Amathematician and physician, Girolamo or Geronimo Cardano lived a turbulent personal and professional life, and became embroiled in a conflict over cubic equations so full of drama and surprises that it sounds more like a movie script than an incident from the history of mathematics. He was also one of the first mathematicians to conceive the idea that negative numbers have square roots, but lacked the conceptual framework for understanding these imaginary numbers.

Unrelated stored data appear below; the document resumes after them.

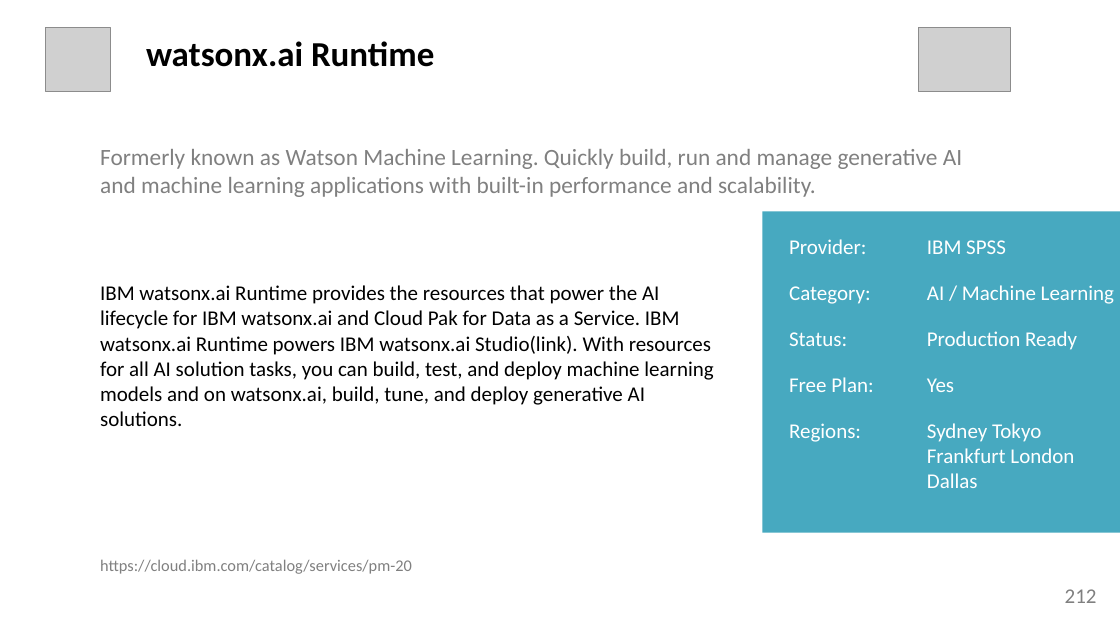
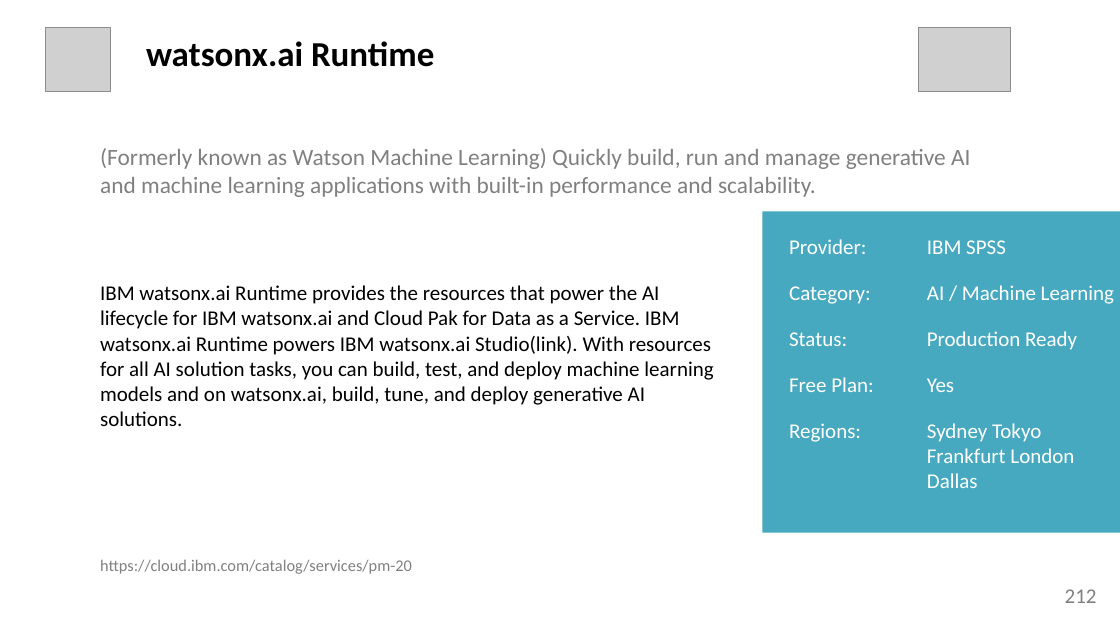
Before and after one commit to l2fprod/mycatalog, a slide deck: slide 212 of docs/generated/mycatalog.pptx. Drawn at 1120x630 pixels with LibreOffice and Linux fonts; fonts in the diff are those of the drawing; grey boxes stand for pictures. Boxes give left, top, right and bottom in pixels: in the first picture for what was removed or moved away, otherwise in the second. Text is boxed around its words. In the diff, an @@ line names an element or a change of style, - is before the commit and + after.

```diff
--- a/docs/generated/mycatalog.pptx
+++ b/docs/generated/mycatalog.pptx
@@ text at bbox=[100, 148, 970, 197]: text changed @@
-Formerly known as Watson Machine Learning. Quickly build, run and manage generative AI and machine learning applications with built-in performance and scalability.
+(Formerly known as Watson Machine Learning) Quickly build, run and manage generative AI and machine learning applications with built-in performance and scalability.
```
Also in this commit, not shown: 9 other files.

Born in Pavia, Italy, on September 24, 1501, Cardano was the illegitimate son of Fazio Cardano and Chiara Micheri. The father was a successful lawyer and friend of Leonard da Vinci (1452-1519), but the fact that his parents did not marry until after his birth—and the father did not begin living with the family until Cardano was seven years old—provided a constant source of stigma for the young Cardano.
Cardano studied mathematics, astrology, and the classics at the University of Pavia, and went on to earn his doctorate in medicine there in 1526. He then began his medical practice in Saccolongo, a town near Padua, and in 1531 married Lucia Bandareni, with whom he had two sons and a daughter. Cardano supplemented his income by teaching mathematics at a school in Milan from 1534 to 1536, but soon his medical practice had become so successful that he was able to devote himself fully to it. His interest in mathematics continued for the rest of his life, however, and in his first mathematical work, Practica arithmetice et mensurandi singularis (1539), he proved himself adept at solving cubic equations.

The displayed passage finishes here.